Filed under: passerelles,- gsarahdsgt — gsarahdsgt @ 20:21

chapitre 5, page 23 : « I googled the salary range for junior vice presidents at his bank: €137,000 to €217,000 a year, plus bonus and housing allowance. I tried to take heart from this. That he could have that many zeroes and not consider himself wealthy surely showed that material lucre would not make me happy, ergo that I needn’t find a real job. But if money wouldn’t improve my life, I couldn’t think of anything likelier to.
Staying in his flat was possibly a rupture from the capitalist notion that I was only worth something if I paid my own way economically. Or maybe it made me a bad feminist. I could puzzle it out once the experience had passed. There wasn’t much point in dwelling on it until then. What if I decided I didn’t like staying with him? I’d have to do something else, and I mightn’t like any of the alternatives any better. »

p.26 : « […] he did not want to be my boyfriend. That hurt my ego. I wanted other people to care more about me than I did about them. »

p.28 : « I imagined her having me for dinner, just the two us. I’d mispronounce « gnocchi » and she’d avoid saying it all evening so as not to  embarrass me. I would meet her eye and think: in this way I could strip you of every word you know. I’d take them like truffles and you’d say, « Help yourself », and then I’d take those too and you’d be speechless. »

p.29 : « You could go manless entirely, and I saw a great deal of elegance in that approach, but enough people felt otherwise that I thought it best to have one. »

chap 6, p. 31 : « He’d voted for Brexit for tighter borders, and was applying for an Irish passport to avoid being stopped at them. »

p. 36 : « There was something Shakespearean about imperious men going down on you: the mighty have fallen. »

chap 7, p.39 : « His honesty hurt my pride, so I told myself he was a liar.

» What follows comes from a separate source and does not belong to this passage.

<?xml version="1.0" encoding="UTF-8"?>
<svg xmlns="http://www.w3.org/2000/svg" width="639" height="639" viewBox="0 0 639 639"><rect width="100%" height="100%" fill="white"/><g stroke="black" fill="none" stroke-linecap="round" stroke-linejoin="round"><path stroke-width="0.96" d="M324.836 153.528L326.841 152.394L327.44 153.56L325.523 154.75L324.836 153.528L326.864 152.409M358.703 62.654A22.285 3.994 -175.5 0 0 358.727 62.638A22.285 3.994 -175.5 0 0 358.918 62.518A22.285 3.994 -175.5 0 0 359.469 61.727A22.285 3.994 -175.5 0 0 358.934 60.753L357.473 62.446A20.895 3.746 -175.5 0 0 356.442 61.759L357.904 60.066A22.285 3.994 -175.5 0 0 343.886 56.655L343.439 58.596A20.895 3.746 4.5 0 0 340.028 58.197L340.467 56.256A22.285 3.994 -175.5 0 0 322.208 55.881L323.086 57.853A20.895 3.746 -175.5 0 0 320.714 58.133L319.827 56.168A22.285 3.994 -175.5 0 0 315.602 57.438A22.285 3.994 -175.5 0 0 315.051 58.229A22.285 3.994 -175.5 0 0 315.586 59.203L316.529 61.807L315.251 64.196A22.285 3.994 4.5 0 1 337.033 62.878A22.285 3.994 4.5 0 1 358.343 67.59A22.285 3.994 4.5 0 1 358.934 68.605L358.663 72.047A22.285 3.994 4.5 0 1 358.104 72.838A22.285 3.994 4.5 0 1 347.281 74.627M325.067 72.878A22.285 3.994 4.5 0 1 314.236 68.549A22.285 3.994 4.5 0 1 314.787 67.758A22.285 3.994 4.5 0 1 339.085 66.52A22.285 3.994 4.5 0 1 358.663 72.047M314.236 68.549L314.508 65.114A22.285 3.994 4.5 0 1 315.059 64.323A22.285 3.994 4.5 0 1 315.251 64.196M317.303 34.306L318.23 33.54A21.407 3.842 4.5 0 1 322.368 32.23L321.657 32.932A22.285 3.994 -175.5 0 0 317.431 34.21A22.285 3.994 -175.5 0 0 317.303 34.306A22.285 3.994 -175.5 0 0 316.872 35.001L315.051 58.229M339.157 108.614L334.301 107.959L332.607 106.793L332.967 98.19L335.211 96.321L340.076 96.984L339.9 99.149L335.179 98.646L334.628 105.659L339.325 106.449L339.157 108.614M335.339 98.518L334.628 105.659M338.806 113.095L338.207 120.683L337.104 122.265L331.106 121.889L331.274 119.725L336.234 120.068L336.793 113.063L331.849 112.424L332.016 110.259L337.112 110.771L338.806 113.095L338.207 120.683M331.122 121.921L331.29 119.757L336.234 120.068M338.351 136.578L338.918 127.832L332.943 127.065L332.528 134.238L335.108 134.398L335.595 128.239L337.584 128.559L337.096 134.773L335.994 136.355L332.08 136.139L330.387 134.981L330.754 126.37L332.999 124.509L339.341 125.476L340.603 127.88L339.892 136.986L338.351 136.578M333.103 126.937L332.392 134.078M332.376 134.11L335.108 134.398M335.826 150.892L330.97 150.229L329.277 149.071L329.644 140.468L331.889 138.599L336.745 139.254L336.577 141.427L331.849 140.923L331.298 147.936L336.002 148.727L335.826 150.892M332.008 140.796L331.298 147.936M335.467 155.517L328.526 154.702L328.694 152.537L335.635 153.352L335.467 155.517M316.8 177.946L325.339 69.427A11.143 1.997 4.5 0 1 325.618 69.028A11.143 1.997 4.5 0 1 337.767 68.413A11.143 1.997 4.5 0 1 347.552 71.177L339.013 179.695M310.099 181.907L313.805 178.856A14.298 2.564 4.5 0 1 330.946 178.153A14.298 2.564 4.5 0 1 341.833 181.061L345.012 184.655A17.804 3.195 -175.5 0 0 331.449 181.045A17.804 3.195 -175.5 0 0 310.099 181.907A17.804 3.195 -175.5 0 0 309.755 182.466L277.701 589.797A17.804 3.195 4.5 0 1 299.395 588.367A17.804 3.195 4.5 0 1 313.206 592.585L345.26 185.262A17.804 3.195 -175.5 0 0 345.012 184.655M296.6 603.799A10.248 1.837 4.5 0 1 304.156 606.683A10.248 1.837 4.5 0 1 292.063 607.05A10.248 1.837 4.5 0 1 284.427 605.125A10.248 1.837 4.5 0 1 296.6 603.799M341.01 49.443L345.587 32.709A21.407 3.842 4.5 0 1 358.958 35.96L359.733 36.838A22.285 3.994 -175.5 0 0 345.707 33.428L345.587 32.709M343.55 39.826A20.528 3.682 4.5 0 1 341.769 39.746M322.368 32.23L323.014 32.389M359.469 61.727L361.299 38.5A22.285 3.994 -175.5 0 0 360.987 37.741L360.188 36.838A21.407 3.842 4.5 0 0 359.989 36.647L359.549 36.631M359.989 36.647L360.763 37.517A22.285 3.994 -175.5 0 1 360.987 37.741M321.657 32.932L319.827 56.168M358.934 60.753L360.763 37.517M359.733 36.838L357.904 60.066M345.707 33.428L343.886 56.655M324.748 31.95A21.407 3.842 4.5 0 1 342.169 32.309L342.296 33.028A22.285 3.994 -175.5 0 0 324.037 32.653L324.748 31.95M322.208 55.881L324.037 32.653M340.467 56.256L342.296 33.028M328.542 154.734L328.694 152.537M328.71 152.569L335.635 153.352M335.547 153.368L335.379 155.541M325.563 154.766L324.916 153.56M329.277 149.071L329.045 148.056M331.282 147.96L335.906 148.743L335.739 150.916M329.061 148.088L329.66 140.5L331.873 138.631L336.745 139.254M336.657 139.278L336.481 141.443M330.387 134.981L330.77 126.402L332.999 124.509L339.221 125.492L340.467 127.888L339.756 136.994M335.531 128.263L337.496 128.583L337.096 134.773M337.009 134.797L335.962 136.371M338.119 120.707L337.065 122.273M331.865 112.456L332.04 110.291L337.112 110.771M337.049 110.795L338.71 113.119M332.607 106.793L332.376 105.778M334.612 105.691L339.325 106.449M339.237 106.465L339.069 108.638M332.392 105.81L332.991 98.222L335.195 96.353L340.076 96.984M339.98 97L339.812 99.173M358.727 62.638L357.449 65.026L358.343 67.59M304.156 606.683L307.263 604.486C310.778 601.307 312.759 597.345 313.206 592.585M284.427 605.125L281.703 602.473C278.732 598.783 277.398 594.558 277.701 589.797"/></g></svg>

And I couldn’t feel truly, sumptuously sorry for myself, because it wasn’t reciprocation I was craving. My desire was for Julian’s feelings to be stronger than mine. No one would sympathise with that. I wanted a power imbalance, and I wanted it to benefit me. »

p.40 : « People frequently said things about themselves they did not like other saying, but I was not always inclined to be good at men. »

chap 8, p.44 : « Ava is drawn to wealthy partners as a way of quieting her class anxieties. In practice having sex with rich people only heightens her awareness that she herself is not rich, and yet she keeps on doing it. »

chap 9, p. 48 : « […] speculating as to whether his father’s politics suggested there was a degree of daddy issues bound up in his attraction to me, […]

p.49 : « Others were obeying the ever-robust principle that one could not expect rich people to stay anywhere too long. »

chap 10, p. 51 : « […] but historians could debate all that when we were dead and interesting. »

p.52 : « It would almost suggest that capitalism doesn’t fairly remunerate socially important labour. »

chap 12, p.61 : « You were supposed to find it endearing that children thought only of themselves. Especially if you were a woman, it was meant to make you want one of your own. It would do parents a world of good if I told them their child actually suffered from a form of self-absorption that some adults outgrew and others didn’t. They could note the risk factors: only child, male only child, privately educated male only child whose parents, at odds with their stated politics, gave that child everything until he was of an age to buy it all himself, fellatio potentially included depending on how I was feeling about my own motives. But none of this seemed quite the rub for term reports. »

p.61 : « Julian often reminded me to eat. It made him feel better about liking that I was thin. »

p.62 : « When we’d finished eating, Julian said: « I remember the first time I saw you. You were walking so carefully in your heels. I was wondering what this shy person was doing having so much hair. »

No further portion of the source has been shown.